THE IRON KHIVA
I
For countless generations a gentle brown people had dwelt high on the top of a mesa—far in the desert. Their houses rose like native forms of sandstone ledges on the crest of the rocky hills—seemed indeed a part of the cliffs themselves.
To join the old women climbing the steep path laden with water bottles of goatskin, to mingle with the boys driving home the goats—and to hear the girls chattering on the roofs was to forget modern America. A sensitive nature facing such scenes shivered with a subtle transport such as travelers once felt in the presence of Egypt before the Anglo-Saxon globe trotter had vulgarized it. This pueblo was a thousand years old—and to reach it was an exploration. Therefore, while the great Mississippi Valley was being overrun these simple folk lived apart.
They were on the maps of Arizona, but of this they had no knowledge and no care. Some of them were not even curious to see the white man who covered the mysterious land beyond the desert. The men of mystery in the tribe, the priests and the soothsayers, deeply resented the prying curiosity and the noisy impertinence of the occasional cowboy who rode across the desert to see some of their solemn rites with snakes and owls.
The white men grew in power just beyond the horizon line, but they asked no favors of him. They planted their corn in the sand where the floods ran, they guarded their hardy melons, and gathered their gnarled and rusty peaches year by year as contentedly as any people—chanting devout prayers and songs of thanksgiving to the deities that preside over the clouds and the fruitful earth. They did not ask for the corrugated-iron roofs of the houses which an officious government built for them, nor for the little schoolhouse which the insistent missionary built at the foot of their mesa.
They were a gentle folk—small and round and brown of limb, peaceful and kindly. The men on their return from the fields at night habitually took their babes to their arms—and it was curious and beautiful to see them sitting thus on their housetops, waiting for supper—their crowing infants on their knees. Such action disturbed all preconceived notions of desert dwellers.
They had their own governors, their sages, their physicians. Births and deaths went on among them accompanied by the same joy and sorrow that visit other human beings in greener lands. They did not complain of their desert. They loved it, and when at dawn they looked down upon the sapphire mists which covered it like a sea, song sprang to their lips, and they rode forth to their toil, caroling like larks.
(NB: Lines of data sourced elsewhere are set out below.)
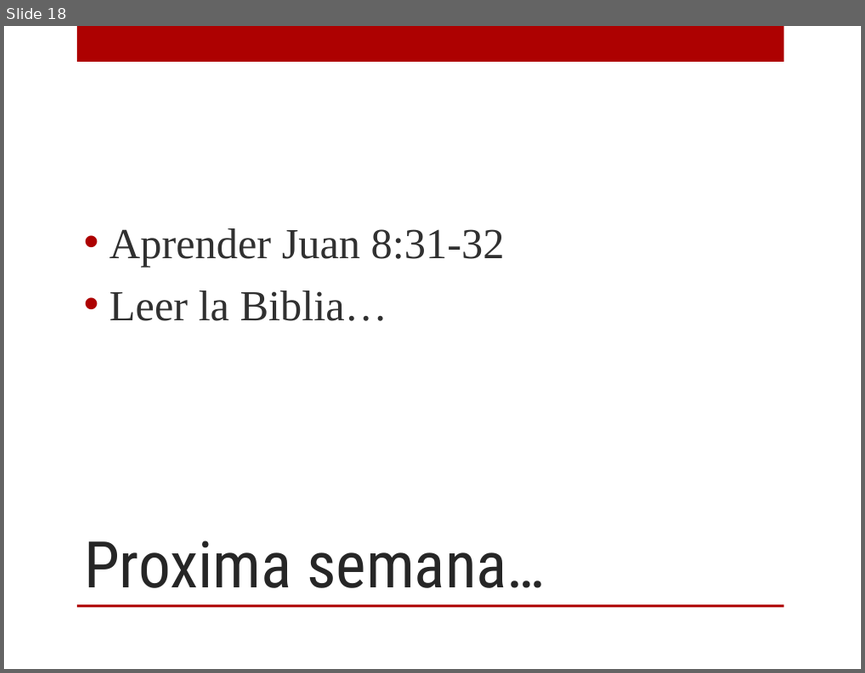
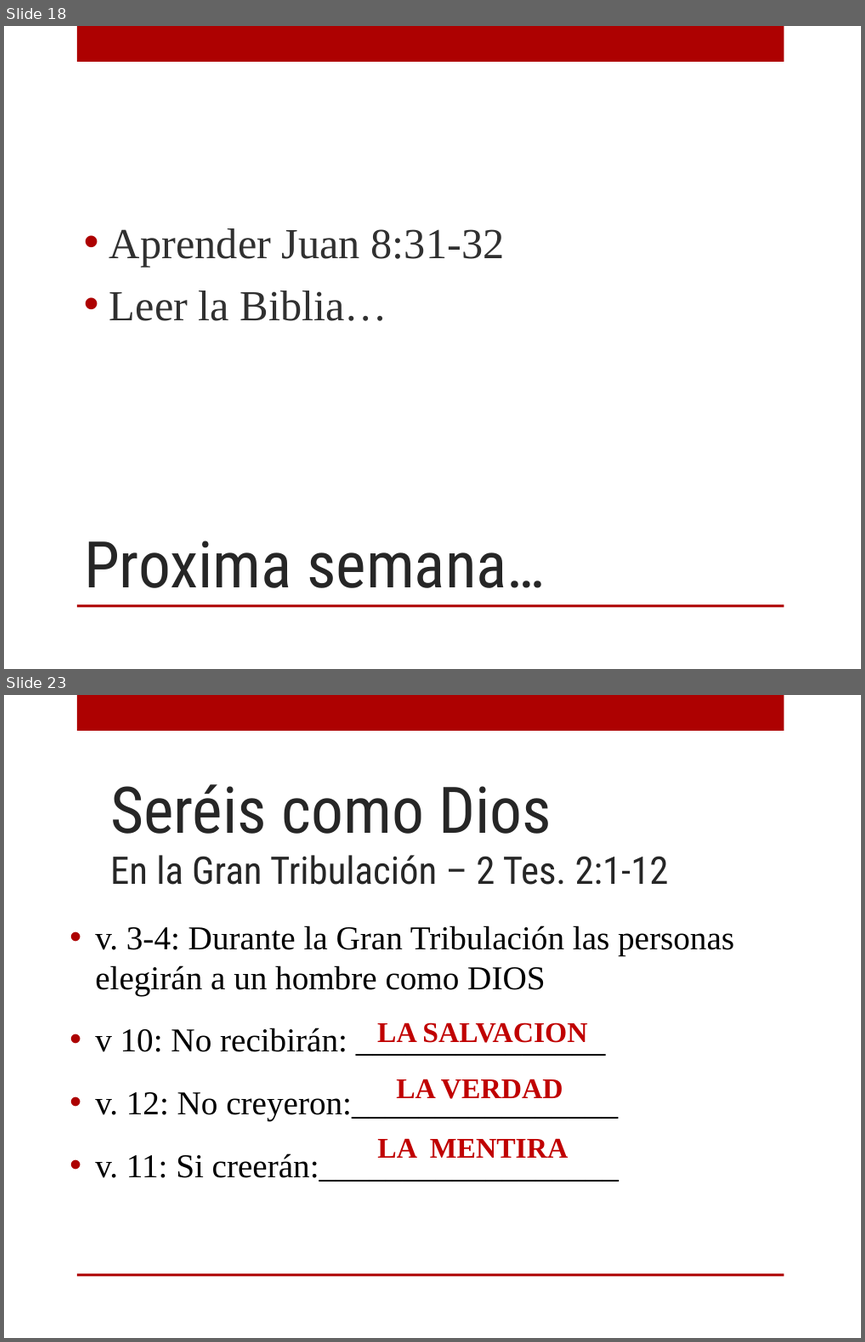
Before and after one commit to afols/iglesia, a slide deck: trunk/ iglesia --username adrianfols/Escuela Dominical/12 personajes/PPTs/Calse1_Eva.ppt. Shown one above the other, each under a label of ours: slide 18 before the commit, slides 18 and 23 after it; the slides between them are not shown. The pictures are 865x673 and 865x1342 pixels, drawn with LibreOffice and Linux fonts; fonts in the diff are those of the drawing; background and template pictures are left out. Boxes give left, top, right and bottom in pixels: in the first picture for what was removed or moved away, otherwise in the second. Text is boxed around its words. In the diff, an @@ line names an element or a change of style, - is before the commit and + after.

```diff
--- a/trunk/ iglesia --username adrianfols/Escuela Dominical/12 personajes/PPTs/Calse1_Eva.ppt
+++ b/trunk/ iglesia --username adrianfols/Escuela Dominical/12 personajes/PPTs/Calse1_Eva.ppt
@@ slide 23 added at <box>4,695,861,1338</box>, background picture (left out); not listed: 2 template elements that a slide beside it also shows @@
@@ title added at <box>110,784,669,885</box>, 32 pt, text #262626 @@
+Seréis como Dios
+En la Gran Tribulación – 2 Tes. 2:1-12
@@ text added at <box>95,925,734,1181</box>, 28 pt, text #000000 @@
+• v. 3-4: Durante la Gran Tribulación las personas elegirán a un hombre como DIOS
+• v 10: No recibirán: _______________
+• v. 12: No creyeron:________________
+• v. 11: Si creerán:__________________
@@ text added at <box>377,1022,587,1043</box>, 24 pt, text #C00000, bold @@
+LA SALVACION
@@ text added at <box>396,1078,563,1099</box>, 24 pt, text #C00000, bold @@
+LA VERDAD
@@ text added at <box>377,1138,568,1157</box>, 24 pt, text #C00000, bold @@
+LA MENTIRA
```
Also in this commit, not shown: 7 other slides added, 1 other file.

True, pestilences swept over them from time to time—and droughts afflicted them—but these they accepted as punishment for some devotional remission on their part and redoubled their zealous chants. They had no doubts, they knew their way of life was superior to that of their neighbors, the Tinné; and their traditions of the Spaniards who had visited them, centuries before, were not pleasant—they put a word of fervent thanks into their songs that “the men of iron” came no more.